Nothing outside the stretch is wanted. Repeat exactly the lines of the listing below from the one that contains "flange_side = 56.8" through the one that contains "block centred on", both ends included.

[[ INPUT DATA, beginning ]]

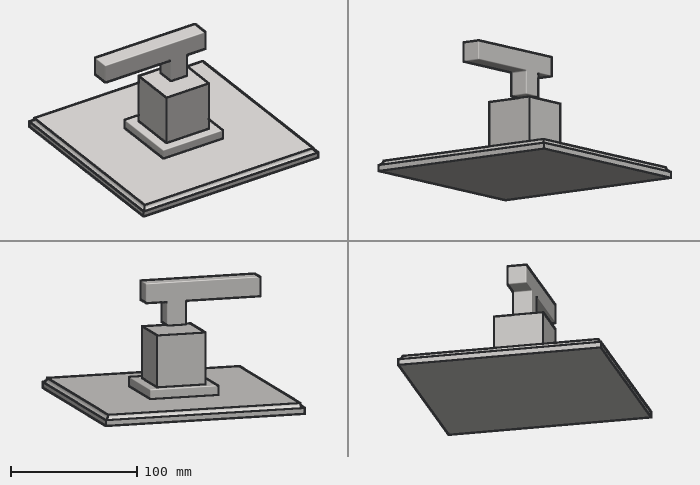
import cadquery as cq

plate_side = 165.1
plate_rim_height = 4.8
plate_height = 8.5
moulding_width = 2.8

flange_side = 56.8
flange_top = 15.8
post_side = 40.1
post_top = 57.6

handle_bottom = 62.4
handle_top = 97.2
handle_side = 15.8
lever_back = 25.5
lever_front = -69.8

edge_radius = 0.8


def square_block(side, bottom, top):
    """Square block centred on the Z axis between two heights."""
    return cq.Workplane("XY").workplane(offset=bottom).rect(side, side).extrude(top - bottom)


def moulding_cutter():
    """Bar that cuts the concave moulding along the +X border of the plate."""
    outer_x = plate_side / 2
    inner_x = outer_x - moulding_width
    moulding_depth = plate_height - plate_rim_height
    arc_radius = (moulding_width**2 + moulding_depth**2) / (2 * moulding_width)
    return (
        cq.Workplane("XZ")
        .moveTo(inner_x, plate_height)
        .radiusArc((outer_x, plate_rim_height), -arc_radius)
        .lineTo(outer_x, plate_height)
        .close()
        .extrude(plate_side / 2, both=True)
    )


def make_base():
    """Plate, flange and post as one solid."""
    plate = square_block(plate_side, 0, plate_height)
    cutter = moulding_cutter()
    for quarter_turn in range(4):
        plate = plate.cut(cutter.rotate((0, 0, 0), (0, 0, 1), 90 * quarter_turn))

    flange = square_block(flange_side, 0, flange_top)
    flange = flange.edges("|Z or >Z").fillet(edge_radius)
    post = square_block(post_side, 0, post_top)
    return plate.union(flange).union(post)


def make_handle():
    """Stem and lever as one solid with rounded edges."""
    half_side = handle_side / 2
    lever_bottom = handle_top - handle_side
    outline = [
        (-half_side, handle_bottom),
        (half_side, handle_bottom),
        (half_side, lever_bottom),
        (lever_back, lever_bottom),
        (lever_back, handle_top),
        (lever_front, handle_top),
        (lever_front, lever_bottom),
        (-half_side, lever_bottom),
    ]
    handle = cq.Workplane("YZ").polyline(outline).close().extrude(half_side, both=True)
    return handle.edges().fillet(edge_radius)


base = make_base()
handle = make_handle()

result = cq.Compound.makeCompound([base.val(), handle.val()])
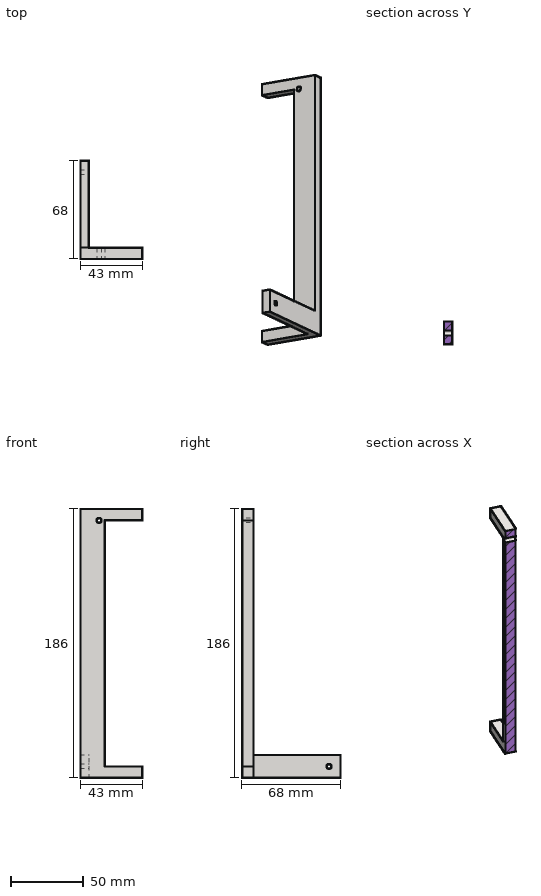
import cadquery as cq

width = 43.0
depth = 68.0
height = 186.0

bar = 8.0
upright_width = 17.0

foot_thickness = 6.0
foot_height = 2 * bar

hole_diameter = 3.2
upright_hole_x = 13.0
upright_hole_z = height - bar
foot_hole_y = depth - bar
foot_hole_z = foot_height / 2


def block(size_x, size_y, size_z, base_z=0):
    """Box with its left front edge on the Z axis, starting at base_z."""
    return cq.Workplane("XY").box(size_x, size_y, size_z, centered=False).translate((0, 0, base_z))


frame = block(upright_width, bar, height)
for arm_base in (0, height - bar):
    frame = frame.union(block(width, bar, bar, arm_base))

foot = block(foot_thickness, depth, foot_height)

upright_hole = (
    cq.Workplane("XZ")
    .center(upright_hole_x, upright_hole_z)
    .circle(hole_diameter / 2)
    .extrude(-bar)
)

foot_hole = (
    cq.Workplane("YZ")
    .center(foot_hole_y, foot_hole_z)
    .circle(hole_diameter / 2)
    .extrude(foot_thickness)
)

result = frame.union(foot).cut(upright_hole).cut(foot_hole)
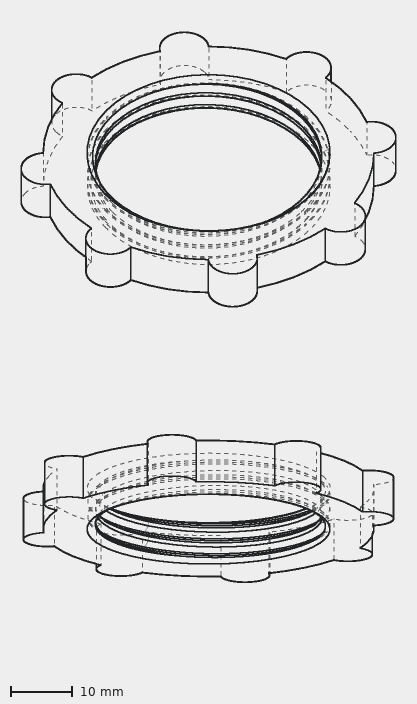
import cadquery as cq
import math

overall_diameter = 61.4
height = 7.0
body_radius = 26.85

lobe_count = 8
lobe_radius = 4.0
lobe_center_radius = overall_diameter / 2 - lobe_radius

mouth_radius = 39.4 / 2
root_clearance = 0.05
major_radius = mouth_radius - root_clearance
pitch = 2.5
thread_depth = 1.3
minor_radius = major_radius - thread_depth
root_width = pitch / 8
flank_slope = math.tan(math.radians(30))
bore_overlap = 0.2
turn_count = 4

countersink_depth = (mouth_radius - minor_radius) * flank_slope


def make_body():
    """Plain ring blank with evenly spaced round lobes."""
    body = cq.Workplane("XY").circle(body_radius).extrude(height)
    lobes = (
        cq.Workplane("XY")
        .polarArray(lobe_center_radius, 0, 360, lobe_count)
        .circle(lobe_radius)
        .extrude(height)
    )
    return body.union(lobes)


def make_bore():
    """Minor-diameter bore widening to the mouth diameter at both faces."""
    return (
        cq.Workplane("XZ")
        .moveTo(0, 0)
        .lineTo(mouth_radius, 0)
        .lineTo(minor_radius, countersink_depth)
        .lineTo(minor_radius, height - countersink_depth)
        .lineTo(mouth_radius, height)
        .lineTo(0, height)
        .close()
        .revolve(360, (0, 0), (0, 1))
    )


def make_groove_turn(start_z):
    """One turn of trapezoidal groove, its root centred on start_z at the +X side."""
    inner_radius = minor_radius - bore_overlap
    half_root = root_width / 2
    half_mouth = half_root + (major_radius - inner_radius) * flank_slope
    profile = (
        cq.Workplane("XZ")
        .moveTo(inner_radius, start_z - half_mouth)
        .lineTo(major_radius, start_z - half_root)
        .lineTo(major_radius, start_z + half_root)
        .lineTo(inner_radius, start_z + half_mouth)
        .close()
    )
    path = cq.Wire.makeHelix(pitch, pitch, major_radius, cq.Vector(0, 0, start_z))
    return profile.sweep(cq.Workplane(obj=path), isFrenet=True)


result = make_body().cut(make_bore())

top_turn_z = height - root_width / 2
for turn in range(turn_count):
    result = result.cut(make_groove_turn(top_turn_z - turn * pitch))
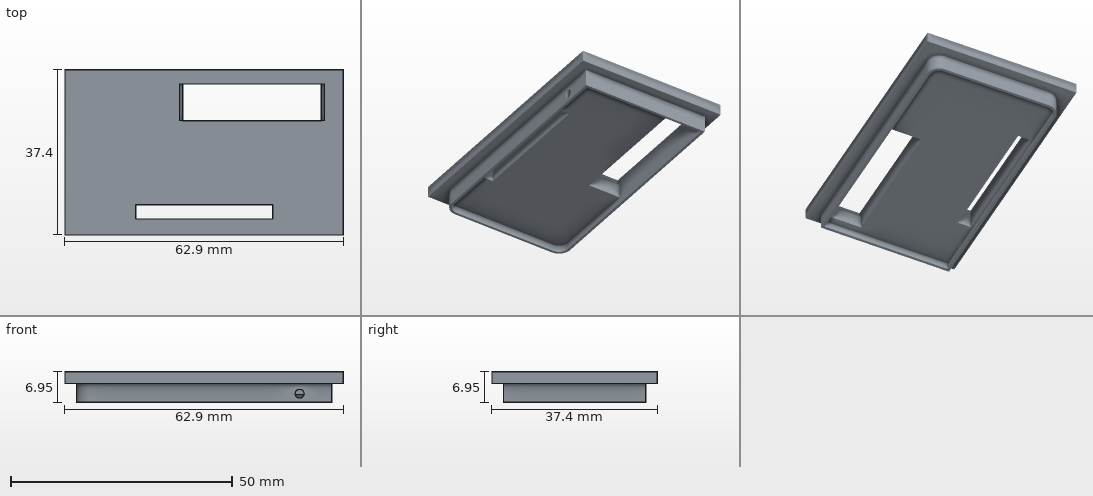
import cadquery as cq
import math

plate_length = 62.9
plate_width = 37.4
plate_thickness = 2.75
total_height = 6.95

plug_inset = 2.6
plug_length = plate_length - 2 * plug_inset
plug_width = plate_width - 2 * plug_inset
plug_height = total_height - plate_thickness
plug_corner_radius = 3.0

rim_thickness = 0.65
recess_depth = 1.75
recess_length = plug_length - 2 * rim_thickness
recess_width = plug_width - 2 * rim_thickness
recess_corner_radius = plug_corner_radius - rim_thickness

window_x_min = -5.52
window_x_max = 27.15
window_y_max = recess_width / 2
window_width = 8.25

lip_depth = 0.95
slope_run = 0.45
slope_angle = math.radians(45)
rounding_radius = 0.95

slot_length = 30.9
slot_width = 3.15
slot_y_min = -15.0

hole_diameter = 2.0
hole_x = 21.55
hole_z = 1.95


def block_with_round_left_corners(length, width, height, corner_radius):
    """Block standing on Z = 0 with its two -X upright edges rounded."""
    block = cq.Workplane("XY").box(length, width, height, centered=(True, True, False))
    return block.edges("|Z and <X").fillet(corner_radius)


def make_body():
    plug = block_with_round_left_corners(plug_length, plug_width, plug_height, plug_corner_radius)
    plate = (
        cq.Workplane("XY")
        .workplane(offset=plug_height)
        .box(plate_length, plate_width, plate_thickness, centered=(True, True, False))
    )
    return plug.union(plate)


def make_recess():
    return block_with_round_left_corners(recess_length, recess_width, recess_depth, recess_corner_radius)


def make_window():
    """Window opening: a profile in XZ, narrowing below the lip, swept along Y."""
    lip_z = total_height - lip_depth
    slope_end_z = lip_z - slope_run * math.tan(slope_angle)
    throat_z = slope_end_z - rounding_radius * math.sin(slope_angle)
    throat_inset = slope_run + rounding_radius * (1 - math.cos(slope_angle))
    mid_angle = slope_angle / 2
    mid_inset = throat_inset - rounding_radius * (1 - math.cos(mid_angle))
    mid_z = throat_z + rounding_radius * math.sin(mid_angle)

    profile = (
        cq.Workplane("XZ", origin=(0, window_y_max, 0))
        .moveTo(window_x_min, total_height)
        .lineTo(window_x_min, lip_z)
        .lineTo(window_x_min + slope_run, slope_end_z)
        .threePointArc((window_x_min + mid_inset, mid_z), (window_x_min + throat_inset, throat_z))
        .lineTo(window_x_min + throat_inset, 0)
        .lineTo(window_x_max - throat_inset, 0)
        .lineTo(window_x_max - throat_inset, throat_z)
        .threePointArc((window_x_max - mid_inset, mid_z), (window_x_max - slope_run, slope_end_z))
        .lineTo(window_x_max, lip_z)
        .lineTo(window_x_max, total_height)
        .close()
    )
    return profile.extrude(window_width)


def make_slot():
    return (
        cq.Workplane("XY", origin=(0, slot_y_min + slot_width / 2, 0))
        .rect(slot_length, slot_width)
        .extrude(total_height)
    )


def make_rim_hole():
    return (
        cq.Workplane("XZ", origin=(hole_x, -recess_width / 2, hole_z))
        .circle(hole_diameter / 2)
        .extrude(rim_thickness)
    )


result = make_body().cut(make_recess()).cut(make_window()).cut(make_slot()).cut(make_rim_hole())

[[ INPUT DATA, end ]]

### SOLUTION
flange_side = 56.8
flange_top = 15.8
post_side = 40.1
post_top = 57.6

handle_bottom = 62.4
handle_top = 97.2
handle_side = 15.8
lever_back = 25.5
lever_front = -69.8

edge_radius = 0.8


def square_block(side, bottom, top):
    """Square block centred on the Z axis between two heights."""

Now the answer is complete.